Both Tron and The Lawnmower Man have a distinctly religious view of the virtual world, deliberately making the communion between realms akin to a spiritual experience. Tron sees its Programs communicate with their Users via an I/O tower that looks and functions like a church, synagogue, or any similar house of worship. Lawnmower Man makes its Biblical allusions clear—Jobe’s place of residence is a Catholic church, as if his name wasn’t reference enough—even if they’re all mixed up, presenting Jobe as a blend of Lucifer and Jesus, a fallen angel who is also martyred for our sins and is resurrected within cyberspace.
Connecting this fanciful, futurist material to such lofty philosophical works of literature and cinema must’ve partially accounted for the way Tron and The Lawnmower Man were initially seen by general audiences as cheesy genre pictures, even though both films contain enough humor so as not to take themselves too seriously. In 1982, computers had only begun entering the household, and in 1992, the Internet was nowhere near commonplace, so these films seemed far more like fantasy than science-fiction at the time.
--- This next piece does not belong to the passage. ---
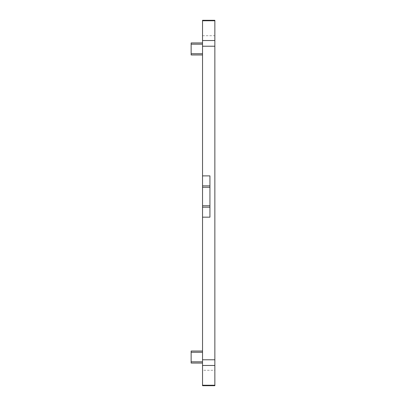 <?xml version="1.0" encoding="UTF-8"?>
<svg xmlns="http://www.w3.org/2000/svg" width="406" height="406" viewBox="0 0 406 406"><rect width="100%" height="100%" fill="white"/><g stroke="black" fill="none" stroke-linecap="round" stroke-linejoin="round"><path stroke-width="0.3" stroke-dasharray="2.03 1.52" d="M191.14 54.962L191.14 42.945M202.538 42.945L202.538 54.962L202.538 42.945M202.538 370.297L202.538 20.3L214.86 20.3L214.86 385.7L202.538 385.7L202.538 370.297L214.86 370.297M202.538 352.271L202.538 363.055L202.538 352.271L191.14 352.271L191.14 361.822L202.538 361.822M191.14 361.822L191.14 363.055L202.538 363.055M191.14 352.271L191.14 351.038L202.538 351.038M209.932 175.889L209.932 205.771L202.538 205.771M209.932 187.288L202.538 187.288M209.932 205.771L209.932 217.174M191.14 53.729L202.538 53.729M191.14 44.178L202.538 44.178M202.538 35.703L214.86 35.703"/><path stroke-width="0.61" d="M191.14 42.945L202.538 42.945L191.14 42.945L191.14 54.962L202.538 54.962L191.14 54.962M202.538 207.192L202.538 385.7L214.86 385.7L214.86 20.3L202.538 20.3L202.538 207.192L209.932 207.192M202.538 175.889L209.932 175.889L209.932 217.174L202.538 217.174M202.538 351.038L191.14 351.038L191.14 363.055L202.538 363.055M209.932 187.288L202.538 187.288M209.932 205.771L202.538 205.771M191.14 44.178L202.538 44.178M191.14 53.729L202.538 53.729M202.538 46.223L214.86 46.223M202.538 359.777L214.86 359.777M202.538 365.471L214.86 365.471M202.538 385.233L214.86 385.233M202.538 20.767L214.86 20.767M202.538 40.529L214.86 40.529M191.14 361.822L202.538 361.822M191.14 352.271L202.538 352.271M202.538 185.872L209.932 185.872"/></g></svg>

Granted, both movies make big, dramatic leaps in their depictions of technology, erring on the side of what makes a more visual and interesting story than on a grounded examination of the tech.
Yet looking back on these two movies reveals just how fated humanity’s relationship with the online world was. Lisberger, Leonard, and their casts and crews were only doing the thing any futurist really can: extrapolate from humanity’s past. Despite these cautionary tales, the technology of cyberspace moved faster than anyone expected it to, in ways the world at large didn’t realize until it already happened. All of us became Kevin Flynn, finding ourselves trapped inside the computer world, our Dr. Angelo-like excitement at the shiny new landscape blinding us to the dangers in our midst. Perhaps Clarke’s Third Law should be amended to read that “any sufficiently advanced technology is indistinguishable from magic until it’s too late.” That wording would be far more applicable, and would hopefully allow us to realize that the ultimate responsibility for technology’s development and use will always lie with ourselves.